Bloquées à Montréal, des turbines destinées à un gazoduc russe pourraient être renvoyées en Allemagne
Mis à jour hier à 19h34
Mélanie Marquis La Presse
(Ottawa) Le Canada autorise Siemens à contourner les sanctions contre le régime de Vladimir Poutine. Il lui a donné le feu vert samedi pour envoyer des turbines en réparation à l’usine de Dorval qui, selon l’Allemagne, assurent le fonctionnement du gazoduc Nord Stream 1.
La libération est susceptible de mettre en colère l’Ukraine, qui a fait pression pour persuader Ottawa de ne pas jeter de lest et ainsi saper l’unité entre les alliés occidentaux sur le régime de sanctions actuel contre Moscou.
L’Allemagne, pour sa part, prêchait le contraire ; Le Canada était donc pris entre le marteau et l’enclume, obligé de choisir entre deux alliés importants et de détester l’un d’eux. En fin de compte, cependant, la balance pencha en faveur de Berlin.
“Le Canada accordera à Siemens Canada un permis révocable et limité dans le temps pour permettre aux turbines Nord Stream 1 réparées de retourner en Allemagne”, a déclaré le ministre des Ressources naturelles, Jonathan Wilkinson, dans un communiqué.

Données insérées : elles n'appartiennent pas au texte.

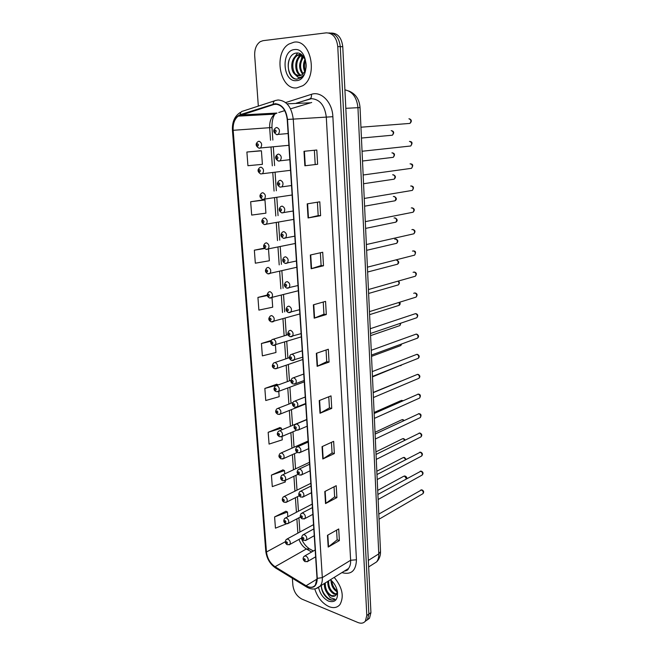 <?xml version="1.0" encoding="UTF-8"?>
<svg xmlns="http://www.w3.org/2000/svg" width="656" height="656" viewBox="0 0 656 656"><rect width="100%" height="100%" fill="white"/><g stroke="black" fill="none" stroke-linecap="round" stroke-linejoin="round"><path stroke-width="0.98" d="M310.296 98.81L296.537 103.148M293.995 42.189L288.952 44.026C273.06 52.98 279.882 90.241 296.824 87.879L302.785 85.723C318.398 76.522 310.919 38.917 293.995 42.189L288.952 44.026C273.06 52.98 279.882 90.241 296.824 87.879L302.785 85.723C318.398 76.522 310.919 38.917 293.995 42.189M314.765 588.908C317.479 597.436 322.219 603.34 328.984 606.62C333.609 608.415 337.266 607.718 339.972 604.537C344.293 596.509 342.383 587.456 334.224 577.378C342.383 587.456 344.293 596.509 339.972 604.537C337.266 607.718 333.609 608.415 328.984 606.62C322.219 603.34 317.479 597.436 314.765 588.908M275.118 104.091C281.859 104.665 285.893 109.773 287.221 119.433L317.02 578.289L315.347 585.103C313.035 587.727 309.952 587.94 306.098 585.742L275.044 566.735C270.174 563.307 267.32 558.395 266.475 551.991L233.159 130.298C232.839 123.886 234.504 119.171 238.169 116.145L275.118 104.091M275.094 103.697L240.244 114.661C235.094 116.973 232.642 122.188 232.905 130.306L266.246 551.901C267.115 558.461 270.042 563.504 275.028 567.014L306.073 586.029C313.158 589.293 316.889 586.743 317.274 578.387L287.5 119.425C286.139 109.519 282.006 104.279 275.094 103.697M365.138 621.404L367.45 619.658L368.869 614.032L340.267 46.633C339.136 37.622 335.314 33.062 328.795 32.948C335.314 33.062 339.136 37.622 340.267 46.633L368.869 614.032L367.45 619.658L365.138 621.404M336.577 530.163L337.143 539.847L328.189 547.063L339.382 540.577L338.717 528.957L327.467 535.312L328.189 547.063M337.135 539.79L339.382 540.577M334.043 486.809L334.634 496.945L325.532 503.578L336.897 497.601L336.208 485.694L324.794 491.533L325.532 503.578M334.634 496.895L336.897 497.601M331.444 442.357L332.067 452.984L322.801 458.995L334.355 453.558L333.65 441.349L322.047 446.638L322.801 458.995M332.059 452.935L334.355 453.558M328.779 396.773L329.427 407.901L320.005 413.255L331.739 408.393L331.018 395.88L319.226 400.578L320.005 413.255M329.427 407.868L331.739 408.393M317.627 164.279L304.868 165.779L317.627 164.279L316.799 150.011L303.982 151.298L304.868 165.779M317.406 202.204L318.193 215.603L308.066 217.956L320.604 215.701L319.8 201.81L307.197 203.86L308.066 217.956M318.185 215.586L320.604 215.701M323.498 265.778L321.112 265.549L311.165 268.739L323.498 265.778L322.711 252.248L310.329 255.02L311.165 268.739M326.319 314.552L323.957 314.216L314.191 318.176L326.319 314.552L325.556 301.375L313.371 304.827L314.191 318.176M326.048 350.009L326.729 361.669L317.135 366.335L329.066 362.071L328.32 349.23L316.34 353.33L317.135 366.335M326.729 361.636L329.066 362.071M292.371 578.264L292.879 585.316C293.822 591.786 296.84 596.386 301.949 599.125L357.963 622.519C361.128 623.749 363.604 623.282 365.384 621.101L366.802 615.467L337.766 46.584C336.626 37.54 332.797 32.964 326.27 32.849L262.999 40.68L260.243 41.664C256.307 44.501 254.462 49.175 254.692 55.686L258.325 106.108M279.907 427.573L268.173 432.304L269.067 444.087L282.269 439.848L282.023 436.412M282.974 469.893L271.42 475.116L272.289 486.621L285.311 481.98L285.196 480.446M285.975 511.237L274.593 516.92L275.446 528.154L286.459 523.849M267.213 295.044L257.931 297.43L258.89 310.108L272.699 307.197L272.019 297.717M264.327 248.157L254.348 250.19L255.332 263.195L269.354 260.768L268.517 249.157M263.384 199.859L250.666 201.736L251.683 215.078L265.918 213.167L264.967 199.973L263.261 199.85M259.825 150.806L246.894 152.028L247.935 165.714L262.4 164.344L261.424 150.814L259.702 150.806M276.758 384.227L264.844 388.45L265.754 400.513L279.161 396.691L278.767 391.304M271.158 340.489L261.432 343.506L262.367 355.872L275.971 352.493L275.43 345.064M323.957 314.24L323.244 302.031M321.112 265.573L320.366 252.773M315.192 164.287L314.372 150.249M261.432 343.506L270.805 341.268M257.931 297.43L267.304 295.553M254.348 250.19L264.639 248.526M250.666 201.736L264.967 199.973M246.894 152.028L261.424 150.814M278.308 384.908L276.635 384.186M264.844 388.45L278.3 384.744M281.555 429.942L281.432 428.179L279.784 427.523M268.173 432.304L281.432 428.179M284.729 473.87L284.491 470.59L282.859 469.844M271.42 475.116L284.491 470.59M287.82 516.731L287.476 512.008L285.852 511.172M274.593 516.92L287.476 512.008M367.204 619.969L369.508 618.214L370.935 612.606L342.76 46.691C341.637 37.704 337.815 33.161 331.296 33.046L331.239 33.046M304.712 71.594C303.006 67.609 303.097 63.534 304.991 59.368M305.212 70.487C304.138 67.232 304.204 63.927 305.417 60.573M302.703 74.267C298.423 68.56 298.619 62.607 303.302 56.416M303.203 73.767C299.571 68.388 299.743 62.796 303.712 56.982M300.678 75.522C294.446 73.554 293.798 59.048 300.719 55.383L301.826 54.858M301.186 75.301C295.307 72.759 295.028 58.925 301.703 55.391L302.154 55.153L301.58 57.228M294.29 73.784L299.218 75.858L301.908 74.882L304.663 71.676C308.787 64.6 303.712 52.25 296.906 53.013C284.942 53.292 285.959 79.483 296.709 79.155L300.817 77.843L303.539 75.079C301.99 76.998 300.227 77.793 298.259 77.465L294.29 73.784C290.173 69.421 291.1 58.351 296.75 55.334L299.456 54.44L301.481 54.579M299.136 75.866C292.051 75.973 290.034 59.425 297.75 55.35L300.62 54.44M294.454 49.585C280.62 50.504 282.744 82.492 296.381 80.631C310.354 80.376 308.443 47.281 294.454 49.585M297.07 79.146C290.682 79.269 286.024 68.15 289.247 59.417M293.47 58.786L297.594 53.029M297.365 58.933L300.005 54.514M300.063 54.448L300.538 53.948M301.227 59.089L302.875 55.891M337.299 591.958L337.258 591.933C333.232 589.49 331.149 585.562 330.993 580.158M337.323 590.999C334.101 588.662 332.264 585.3 331.797 580.904M336.462 594.566L333.978 594.033C329.632 591.294 327.574 587.063 327.803 581.364M336.758 594.049L334.798 593.508C330.452 590.769 328.394 586.546 328.631 580.855M321.169 585.48C321.612 591.548 324.187 596.156 328.894 599.297L329.394 599.51C331.583 600.371 333.461 600.281 335.036 599.231L330.23 597.682L326.655 592.319L331.042 595.919C333.051 596.681 334.683 596.435 335.938 595.172L337.315 591.786M326.655 592.319C324.835 589.465 324.113 586.497 324.49 583.422M335.282 595.738L331.501 595.623C327.155 592.86 325.089 588.621 325.319 582.905M318.595 587.604C320.153 594.082 323.506 598.592 328.64 601.158C335.06 602.864 338.004 599.748 337.479 591.794C336.528 586.89 334.183 582.864 330.46 579.715M335.036 599.231C330.599 602.766 321.538 593.959 321.333 585.382M324.359 584.824L324.244 583.569M330.968 580.929L330.862 580.043M285.631 102.574L311.395 94.341C321.153 90.758 332.403 102.279 332.871 116.702L356.446 559.773L350.632 560.265L326.294 117.047C324.777 105.436 319.841 99.31 311.469 98.662L296.266 103.156M356.446 559.773C356.044 570.794 351.198 575.074 341.907 572.614L341.899 572.614M344.302 571.122L348.459 568.547C350.066 566.472 350.788 563.717 350.632 560.265L322.317 577.592C322.506 581.142 321.809 583.971 320.218 586.07L315.782 588.694M273.167 104.058C273.306 101.844 274.167 100.639 275.766 100.434L277.972 99.999M240.219 112.488C234.618 116.137 232.027 122.065 232.437 130.298L232.905 130.306M266.246 551.901L265.762 551.032L232.437 130.306M275.028 567.014L276.028 568.252M274.593 100.819L242.851 111.135C241.252 111.348 240.383 112.529 240.244 114.661M306.073 586.029L307.065 587.259M317.274 578.387L322.317 577.592L293.248 119.113L287.5 119.425M278.111 99.983C286.549 100.663 291.6 107.043 293.248 119.113L332.871 116.702M366.802 615.467L370.935 612.606M337.766 46.584L342.76 46.691M270.944 113.373L270.239 114.365M311.395 94.341C311.731 97.162 310.977 98.744 309.132 99.105M266.475 551.991L285.311 541.725M298.972 539.421C300.579 543.726 303.047 546.907 306.377 548.965L311.616 551.999M275.044 566.735L306.377 548.965L309.911 549.031L313.347 551.015M306.098 585.742L317.053 579.059M311.69 102.484L290.542 108.822M273.24 104.443L277.267 104.263M287.033 103.837L309.821 102.82M240.317 115.038L276.971 113.045L274.815 114.119C271.133 117.03 269.419 121.565 269.657 127.731L270.534 140.261M284.745 110.626L278.751 112.496M233.159 130.298L271.986 127.518L272.855 140.072M271.018 147.223L272.314 165.845M272.789 172.708L274.069 191.085M274.536 197.866L275.799 216.004M276.266 222.696L277.513 240.596M277.972 247.205L279.202 264.876M279.653 271.395L280.875 288.845M281.317 295.282L282.515 312.51M282.957 318.865L284.146 335.872M284.581 342.161L285.745 358.898M286.188 365.212L287.328 381.628M287.771 387.967L288.894 404.08M289.337 410.451L290.436 426.261M290.879 432.665L291.961 448.155M292.404 454.6L293.462 469.794M293.913 476.281L294.954 491.164M295.405 497.699L296.422 512.27M296.881 518.855L297.873 533.131M317.512 366.179L316.725 353.199M314.577 318.045L313.765 304.712M311.559 268.624L310.723 254.93M308.459 217.874L307.607 203.795M305.278 165.722L304.392 151.257M320.382 413.075L319.603 400.431M323.17 458.79L322.416 446.465M325.893 503.357L325.155 491.344M328.541 546.825L327.828 535.107M372.493 564.504L376.593 561.905C378.168 559.88 378.897 557.206 378.774 553.894L357.946 107.674C356.807 97.375 352.461 91.43 344.908 89.847M345.827 108.322L360.037 107.568L380.513 551.261M368.656 566.94L376.593 561.905C378.758 559.757 380.037 557.083 380.431 553.885L380.521 551.524L378.774 553.894L368.336 560.429M408.36 123.533L409.926 123.41C411.468 121.229 411.14 119.679 408.926 118.752M276.93 134.677L276.389 134.513M288.14 133.537L276.57 134.546C273.158 132.332 272.871 130.101 275.717 127.863L276.775 127.469C279.702 128.855 280.227 131.126 278.333 134.308L277.258 134.701M275.274 130.003C274.249 130.847 274.306 131.651 275.438 132.422C276.455 131.577 276.397 130.774 275.274 130.003M390.902 135.349L392.354 135.218C393.838 133.102 393.51 131.585 391.361 130.659L391.206 130.667M288.902 145.304L258.849 148.125C255.537 145.935 255.274 143.762 258.038 141.598L259.046 141.237C261.875 142.614 262.392 144.845 260.588 147.912L259.563 148.281M257.734 146.083C258.71 145.279 258.653 144.5 257.562 143.73C256.586 144.541 256.644 145.32 257.734 146.083M409.213 146.157L410.738 145.993C412.214 143.861 411.861 142.336 409.688 141.417L409.442 141.442M278.39 161.04C276.045 159.17 275.733 156.964 277.455 154.439L278.57 154.037C281.449 155.415 281.99 157.653 280.186 160.753L279.054 161.163M277.086 156.587C276.069 157.391 276.119 158.178 277.242 158.965C278.259 158.17 278.21 157.374 277.086 156.587M410.057 168.526L411.533 168.321C412.944 166.23 412.583 164.722 410.443 163.811L410.057 163.861M291.51 185.533L280.055 187.116C276.865 185.115 276.57 182.967 279.177 180.662L280.35 180.244C283.179 181.622 283.736 183.819 282.014 186.845L280.161 187.132M278.874 182.811C277.857 183.573 277.914 184.352 279.03 185.156C280.046 184.393 279.989 183.614 278.874 182.811M410.894 190.634L412.329 190.396C413.674 188.346 413.296 186.862 411.197 185.951L410.664 186.042M293.166 211.019L281.76 212.872C278.669 210.986 278.374 208.87 280.875 206.525L282.096 206.091C284.876 207.476 285.45 209.641 283.818 212.593L282.006 212.921M280.637 208.674C279.628 209.403 279.686 210.174 280.793 210.994C281.801 210.264 281.744 209.494 280.637 208.674M411.722 212.487L413.1 212.216C414.387 210.207 413.993 208.747 411.935 207.845L411.271 207.968M294.806 236.176L283.449 238.292C280.473 236.504 280.169 234.422 282.547 232.044L283.827 231.601C286.557 232.978 287.148 235.11 285.59 237.997L283.835 238.358M282.375 234.192C281.375 234.881 281.424 235.643 282.531 236.48C283.531 235.791 283.482 235.028 282.375 234.192M391.837 157.497L393.247 157.325C394.666 155.251 394.322 153.75 392.214 152.832L391.919 152.864M290.526 170.314L260.678 173.93C257.48 171.872 257.209 169.732 259.858 167.518L260.932 167.132C263.712 168.518 264.237 170.708 262.523 173.701L260.76 173.947M259.62 171.97C260.596 171.2 260.539 170.429 259.448 169.65C258.48 170.412 258.538 171.191 259.62 171.97M392.764 179.383L394.133 179.178C395.486 177.145 395.125 175.669 393.059 174.758L392.624 174.816M292.133 195.004L262.49 199.399C259.407 197.44 259.128 195.332 261.662 193.085L262.785 192.692C265.516 194.078 266.065 196.226 264.425 199.153L262.703 199.44M261.482 197.513C262.457 196.784 262.4 196.013 261.318 195.217C260.35 195.947 260.407 196.718 261.482 197.513M393.674 201.031L395.002 200.793C396.298 198.801 395.929 197.341 393.887 196.431L393.329 196.529M293.716 219.391L264.278 224.532C261.277 222.687 260.998 220.613 263.441 218.317L264.614 217.915C267.304 219.293 267.861 221.416 266.295 224.278L264.63 224.59M263.327 222.712C264.286 222.023 264.237 221.269 263.163 220.457C262.195 221.154 262.252 221.9 263.327 222.712M412.542 234.094L413.87 233.798C415.092 231.822 414.69 230.387 412.665 229.477L411.878 229.657M296.414 261.006L285.122 263.376C282.228 261.711 281.924 259.653 284.212 257.218L285.532 256.767C288.222 258.152 288.82 260.252 287.336 263.072L285.639 263.458M284.089 259.374C283.097 260.03 283.146 260.785 284.245 261.629C285.245 260.981 285.196 260.227 284.089 259.374M413.354 255.455L414.625 255.127C415.797 253.2 415.379 251.781 413.387 250.879L412.476 251.1M298.004 285.524L286.77 288.123C283.974 286.524 283.663 284.499 285.852 282.055L287.213 281.604C289.854 282.99 290.469 285.057 289.05 287.812L287.418 288.222M285.786 284.228C284.794 284.843 284.843 285.59 285.942 286.451C286.934 285.836 286.885 285.089 285.786 284.228M414.157 276.57L415.363 276.225C416.486 274.331 416.068 272.937 414.1 272.035L413.083 272.314M299.579 309.722L288.402 312.551C285.688 311.051 285.376 309.058 287.467 306.573L288.878 306.114C291.477 307.508 292.1 309.542 290.747 312.231L289.181 312.666M287.459 308.746C286.475 309.337 286.524 310.067 287.607 310.944C288.599 310.362 288.55 309.624 287.459 308.746M394.584 222.425L395.855 222.163C397.101 220.211 396.716 218.776 394.707 217.866L394.035 217.997M295.274 243.474L266.049 249.337C263.138 247.591 262.851 245.549 265.204 243.22L266.418 242.802C269.058 244.188 269.632 246.279 268.14 249.067L266.525 249.411M265.139 247.591C266.098 246.927 266.049 246.189 264.975 245.36C264.024 246.016 264.073 246.763 265.139 247.591M395.478 243.589L396.7 243.302C397.889 241.383 397.495 239.965 395.527 239.063L394.732 239.243M296.824 267.254L267.796 273.814C264.991 272.183 264.704 270.174 266.943 267.787L268.206 267.369C270.805 268.755 271.387 270.813 269.96 273.544L268.402 273.913M266.935 272.142C267.886 271.51 267.837 270.78 266.771 269.936C265.819 270.567 265.869 271.297 266.935 272.142M396.363 264.507L397.536 264.204C398.676 262.318 398.274 260.924 396.331 260.022M298.349 290.739L269.526 297.988C266.795 296.43 266.508 294.454 268.657 292.043L269.96 291.617C272.519 293.011 273.117 295.036 271.756 297.709L270.247 298.095M268.706 296.373C269.657 295.782 269.6 295.052 268.542 294.2C267.591 294.79 267.648 295.52 268.706 296.373M414.945 297.447L416.101 297.094C417.175 295.233 416.74 293.855 414.805 292.953L413.69 293.289M301.129 333.617L290.009 336.667C287.385 335.249 287.074 333.281 289.075 330.763L290.518 330.304C293.068 331.698 293.708 333.715 292.42 336.339L290.92 336.79M289.107 332.953C288.123 333.502 288.173 334.224 289.255 335.118C290.239 334.568 290.19 333.847 289.107 332.953M415.732 318.094L416.822 317.725C417.847 315.905 417.405 314.544 415.502 313.642L370.246 328.722M302.662 357.208L291.6 360.472C289.066 359.144 288.755 357.2 290.657 354.642L292.133 354.183C294.651 355.585 295.29 357.569 294.068 360.136L292.633 360.603M290.739 356.839C289.763 357.364 289.813 358.078 290.887 358.98C291.863 358.463 291.813 357.75 290.739 356.839M416.503 338.512L417.536 338.135C418.52 336.348 418.069 335.003 416.191 334.101L371.239 350.296M304.179 380.496L295.684 383.629L293.166 383.965C290.493 382.784 290.173 380.865 292.223 378.209L293.732 377.758C296.209 379.16 296.856 381.12 295.684 383.629L294.323 384.113M292.346 380.423C291.371 380.915 291.42 381.62 292.494 382.538C293.47 382.046 293.421 381.341 292.346 380.423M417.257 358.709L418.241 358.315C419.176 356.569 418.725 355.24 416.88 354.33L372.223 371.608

Sans l’approvisionnement nécessaire en gaz naturel, l’économie allemande souffrira de manière très significative et les Allemands eux-mêmes pourraient ne pas être en mesure de chauffer leurs maisons à l’approche de l’hiver.
Jonathan Wilkinson, ministre des Ressources naturelles
Au passage, il accuse le Kremlin de tenir l’Europe en otage à l’approche des mois d’hiver et de chercher à “utiliser l’instabilité qu’ils ont créée pour justifier de déstabiliser davantage la sécurité énergétique européenne”.
Malgré l’exemption accordée, le gouvernement canadien « continuera de travailler en coordination avec [ses] alliés et partenaires d’imposer des coûts importants au régime russe », et continuera d’imposer des sanctions à Moscou, a assuré le ministre Wilkinson.
Turbine ou turbines ?
Jusqu’à très récemment, il s’agissait de la turbine au singulier. Le samedi au gouvernement, nous avons utilisé le pluriel. Une source, qui s’est exprimée sous couvert d’anonymat pour s’exprimer plus librement, a estimé le nombre à “moins de dix”.
La même source a également indiqué que le permis envoyé à Siemens Canada pourrait être retiré “à tout moment” et expirerait une fois que les turbines arriveraient en Allemagne.
“Céder au chantage russe”
Le Congrès des Canadiens d’origine ukrainienne a vivement critiqué ce refus comme un signe de « capitulation face au chantage russe » qui aiderait « les caisses du budget de l’État russe à continuer d’être remplies d’argent européen qui servira à financer le génocide russe contre le peuple ukrainien ». .”
De plus, “en accédant à la demande de l’Allemagne, le Canada violera non seulement sa politique d’isolement de la Russie, mais créera un dangereux précédent qui conduira à un affaiblissement du régime de sanctions imposé à la Russie”, a protesté la présidente du groupe, Alexandra Uncle, sur Samedi.
L’ambassadrice d’Ukraine à Ottawa, Yulia Kovaliv, a appelé Ottawa vendredi à assurer “le respect du régime de sanctions actuel”, faisant référence à ce dossier. La réaction de Kyiv à ce privilège sera publiée dimanche, a indiqué la mission ukrainienne.
Le président ukrainien Volodymyr Zelensky a montré la porte samedi à son ambassadeur à Berlin, ainsi qu’à ceux d’une poignée de pays, dont l’Inde, la Hongrie et la République tchèque. Les motifs de ces licenciements n’ont pas été précisés.
Le propriétaire et exploitant du gazoduc de 1 200 kilomètres reliant la Russie à l’Allemagne, Gazprom, figure sur la liste canadienne des entreprises faisant l’objet de sanctions économiques. La société affirme que sans cet équipement, une réduction de volume serait inévitable.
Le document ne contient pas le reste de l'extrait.